In [None]:
!pip install tensorflow
!pip install tensorflow-federated

In [None]:
import collections

import numpy as np
import tensorflow as tf
import tensorflow_federated as tff

np.random.seed(0)
tff.federated_computation(lambda: "Hello World!")()

In [None]:
# Load the dataset used in the Federated Learning process
# Use a federated version of MNIST dataset; non-iid data as expected in federated env; each user has his unique style of writing
# This dataset loading is used to create the datasets for each of the clients in the federated learning process
emnist_train, emnist_test = tff.simulation.datasets.emnist.load_data() # load the simulation data together with the client ids; this interface works only in simulation mode

In [None]:
len(emnist_train.client_ids) # number of clients

In [None]:
# Explore the size of the data by looking at the shape of some client data
example_dataset = emnist_train.create_tf_dataset_for_client(
    emnist_train.client_ids[0]
)

example_dataset.element_spec # Gives the structure of one entry from the MNIST dataset

In [None]:
# Select an element from the dataset of one of our own simulated clients
example_element = next(iter(example_dataset))

# Print the label of this element
example_element['label'].numpy()

In [None]:
from matplotlib import pyplot as plt
from IPython.display import display, HTML, IFrame
from skimage import io

In [None]:
# Plot the first 40 images from the first client dataset
# In reality, this is impossible

fig = plt.figure(figsize=(20,4))
j = 0

for digit in example_dataset.take(40):
  plt.subplot(4, 10, j + 1)
  plt.imshow(digit['pixels'].numpy(), cmap='gray', aspect='equal')
  plt.axis('off')
  j +=1

In [None]:
# Plot the distribution of digits for the first six clients
# This works just because we work in a simulated environment; in reality, only the user can see his data

f = plt.figure(figsize=(12, 7))
f.suptitle("Label Counts for a Sample of Clients")

for i in range(6):
  ds = emnist_train.create_tf_dataset_for_client(emnist_train.client_ids[i])
  k = collections.defaultdict(list)
  for e in ds:
    k[e['label'].numpy()].append(e['label'].numpy())
  plt.subplot(2, 3, i + 1)
  plt.title("Client {}".format(i))
  for j in range(10):
    plt.hist(k[j], density=False, bins=[x for x in range(11)])

In [None]:
# Plot the digit mean images for each client to see how each local model learn about each digit
for i in range(5):
  ds = emnist_train.create_tf_dataset_for_client(emnist_train.client_ids[i])
  k = collections.defaultdict(list)
  for digit in ds:
    k[digit['label'].numpy()].append(digit['pixels'].numpy())
  f = plt.figure(i, figsize=(12, 5))
  f.suptitle("Client #{}'s Mean Image Per Label".format(i))
  for j in range(10):
    mn_img = np.mean(k[j], 0)
    plt.subplot(2, 5, j + 1)
    plt.imshow(mn_img.reshape(28, 28))
    plt.axis("off")

In [None]:
# Define the parameters of the Federated Learning setup
NUM_CLIENTS = 10
NUM_EPOCHS = 5
BATCH_SIZE = 20
SHUFFLE_BUFFER = 100
PREFETCH_BUFFER = 10

In [None]:
# Preprocess the input data
def preprocess(dataset):

  def batch_format_fn(element):
    return collections.OrderedDict(
        x=tf.reshape(element['pixels'], [-1, 784]),
        y=tf.reshape(element['label'], [-1, 1])
    )
  return dataset.repeat(NUM_EPOCHS).shuffle(SHUFFLE_BUFFER, seed=1).batch(
      BATCH_SIZE).map(batch_format_fn).prefetch(PREFETCH_BUFFER)

In [None]:
# Verify if the preprocessing function works by looking at the first batch,
# converting all the tensorflow tensors inside the batch to numpy arrays

preprocessed_example_dataset = preprocess(example_dataset)

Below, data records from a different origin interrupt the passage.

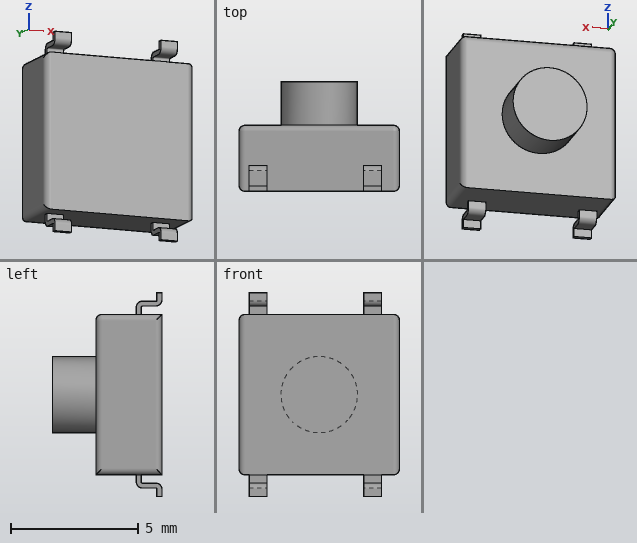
import cadquery as cq

total_height = 8.0
total_depth = 4.3
body_side = 6.3
body_depth = 2.6
edge_radius = 0.25

button_diameter = 3.0

lead_width = 0.7
lead_pitch = 4.5
lead_offset_x = -0.15
lead_thickness = 0.2
foot_thickness = 0.22
lead_depth = 1.02
shelf_gap = 0.32
bend_outer_radius = 0.25
bend_inner_radius = bend_outer_radius - lead_thickness

half_side = body_side / 2
lead_reach = (total_height - body_side) / 2


def make_body():
    """Block with rounded sides and rounded top back edge; its other top and bottom edges along X are sharp.

    The roundings blend at the two upper back corners and meet in a mitre at the other six.
    """
    block = cq.Workplane("XY").box(body_side, body_depth, body_side)
    upper_back_rounded = block.edges("(>Z and |Y) or (>Y and |Z) or (>Y and >Z)").fillet(edge_radius)
    bottom_rounded = block.edges("<Z and |Y").fillet(edge_radius)
    front_rounded = block.edges("<Y and |Z").fillet(edge_radius)
    body = upper_back_rounded.intersect(bottom_rounded).intersect(front_rounded)
    return body.translate((0, body_depth / 2, 0))


def make_button():
    """Plain cylinder standing on the back face."""
    button_length = total_depth - body_depth
    return (
        cq.Workplane("XZ", origin=(0, body_depth, 0))
        .circle(button_diameter / 2)
        .extrude(-button_length)
    )


def make_upper_lead(center_x):
    """Strip that rises from the body, bends forward, then turns up into a foot."""
    root_z = half_side
    shelf_bottom = root_z + shelf_gap
    shelf_top = shelf_bottom + lead_thickness
    tip_z = root_z + lead_reach
    root_front = lead_depth - lead_thickness
    return (
        cq.Workplane("YZ", origin=(center_x - lead_width / 2, 0, 0))
        .moveTo(lead_depth, root_z)
        .lineTo(lead_depth, shelf_top - bend_outer_radius)
        .radiusArc((lead_depth - bend_outer_radius, shelf_top), -bend_outer_radius)
        .lineTo(foot_thickness, shelf_top)
        .lineTo(foot_thickness, tip_z)
        .lineTo(0, tip_z)
        .lineTo(0, shelf_bottom + bend_outer_radius)
        .radiusArc((bend_outer_radius, shelf_bottom), -bend_outer_radius)
        .lineTo(root_front - bend_inner_radius, shelf_bottom)
        .radiusArc((root_front, shelf_bottom - bend_inner_radius), bend_inner_radius)
        .lineTo(root_front, root_z)
        .close()
        .extrude(lead_width)
    )


result = make_body().union(make_button())
for side in (-1, 1):
    upper_lead = make_upper_lead(lead_offset_x + side * lead_pitch / 2)
    result = result.union(upper_lead).union(upper_lead.mirror("XY"))

# Applies recursively the lambda function to each item in the nested structure
# a.k.a to all the tensors inside of other tensors in the batch
sample_batch = tf.nest.map_structure(lambda x: x.numpy(),
                                     next(iter(preprocessed_example_dataset)))

sample_batch

In [None]:
# To be able to feed data to each client in the TFF simulation environment, we
# create a list with each user dataset

def make_federated_data(client_data, client_ids):
  return [
      preprocess(client_data.create_tf_dataset_for_client(x))
      for x in client_ids
  ]

In [None]:
# To choose the clients for our Federated Setup, we sample a random subset from
# our clients set

sample_clients = emnist_train.client_ids[0:NUM_CLIENTS]

federated_train_data = make_federated_data(emnist_train, sample_clients)

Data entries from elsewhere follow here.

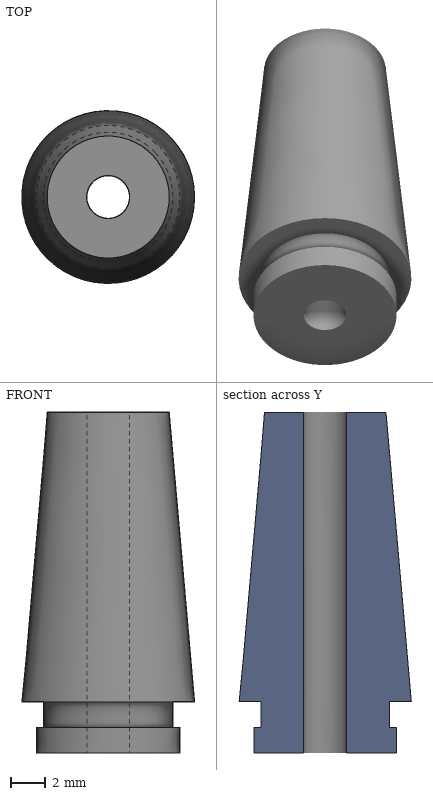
import cadquery as cq

total_height = 20.0
flange_height = 1.5
groove_height = 1.5
cone_height = total_height - flange_height - groove_height

flange_diameter = 8.4
groove_diameter = 7.6
cone_base_diameter = 10.15
cone_top_diameter = 7.15
bore_diameter = 2.5


def tapered_body():
    """Cone that narrows towards the top face."""
    return (
        cq.Workplane("XY")
        .workplane(offset=flange_height + groove_height)
        .circle(cone_base_diameter / 2)
        .workplane(offset=cone_height)
        .circle(cone_top_diameter / 2)
        .loft(ruled=True)
    )


def grooved_spigot():
    """Bottom flange with the narrower neck that forms the groove."""
    return (
        cq.Workplane("XY")
        .circle(flange_diameter / 2)
        .extrude(flange_height)
        .faces(">Z")
        .workplane()
        .circle(groove_diameter / 2)
        .extrude(groove_height)
    )


def through_bore():
    """Axial hole through the full height."""
    return cq.Workplane("XY").circle(bore_diameter / 2).extrude(total_height)


result = grooved_spigot().union(tapered_body()).cut(through_bore())

print("Number of client datasets: {}".format(len(federated_train_data)))
print("First dataset: {}".format(federated_train_data[0]))

In [None]:
# Define the Keras NN used in image classification
def create_keras_model():
  return tf.keras.models.Sequential([
      tf.keras.layers.InputLayer(input_shape=(784,)),
      tf.keras.layers.Dense(10, kernel_initializer='zeros'),
      tf.keras.layers.Softmax(),
  ])

In [None]:
# Wrap the Keras model in order to be used with Tensorflow Federated
def model_fn():
  keras_model = create_keras_model()
  return tff.learning.models.from_keras_model(
      keras_model,
      input_spec=preprocessed_example_dataset.element_spec,
      loss=tf.keras.losses.SparseCategoricalCrossentropy(),
      metrics=[tf.keras.metrics.SparseCategoricalAccuracy()]
  )

In [None]:
# Construct the Federated Averaging algorithm to train the model on federated data
training_process = tff.learning.algorithms.build_weighted_fed_avg(
    model_fn, # use the constructor so the model construction is controlled by TFF
    client_optimizer_fn=lambda: tf.keras.optimizers.SGD(learning_rate=0.02), # used to compute local model updates on each client
    server_optimizer_fn=lambda: tf.keras.optimizers.SGD(learning_rate=1.0) # applies the averaged update to the global model on the server
)
training_process # A learning process that is iterative and implements FedAvg

In [None]:
# Outputs the state of the Federated Averaging process on the server
print(training_process.initialize.type_signature.formatted_representation())

In [None]:
# Construct the server state and initialize the global model parameters
train_state = training_process.initialize()
train_state

In [None]:
# Run a single round (Global Model from server -> Client -> Training on Local Data -> Collect and Average the Model Updates -> Global Model Update at the Server)
results = training_process.next(train_state, federated_train_data)
# Capture the new state after the first round
train_state = results.state
print('Train state: {}'.format(train_state))
# Capture the performance of the Federated Learning after one round
train_metrics = results.metrics
print('Round 1, metrics {}'.format(train_metrics))

In [None]:
# Run for more rounds
NUM_ROUNDS = 10
for round in range(2, NUM_ROUNDS):
  results = training_process.next(train_state, federated_train_data)
  train_state = results.state
  print('Round {}, train state: {}'.format(round, train_state))
  train_metrics = results.metrics
  print('Round {}, train metrics: {}'.format(round, train_metrics) + '\n')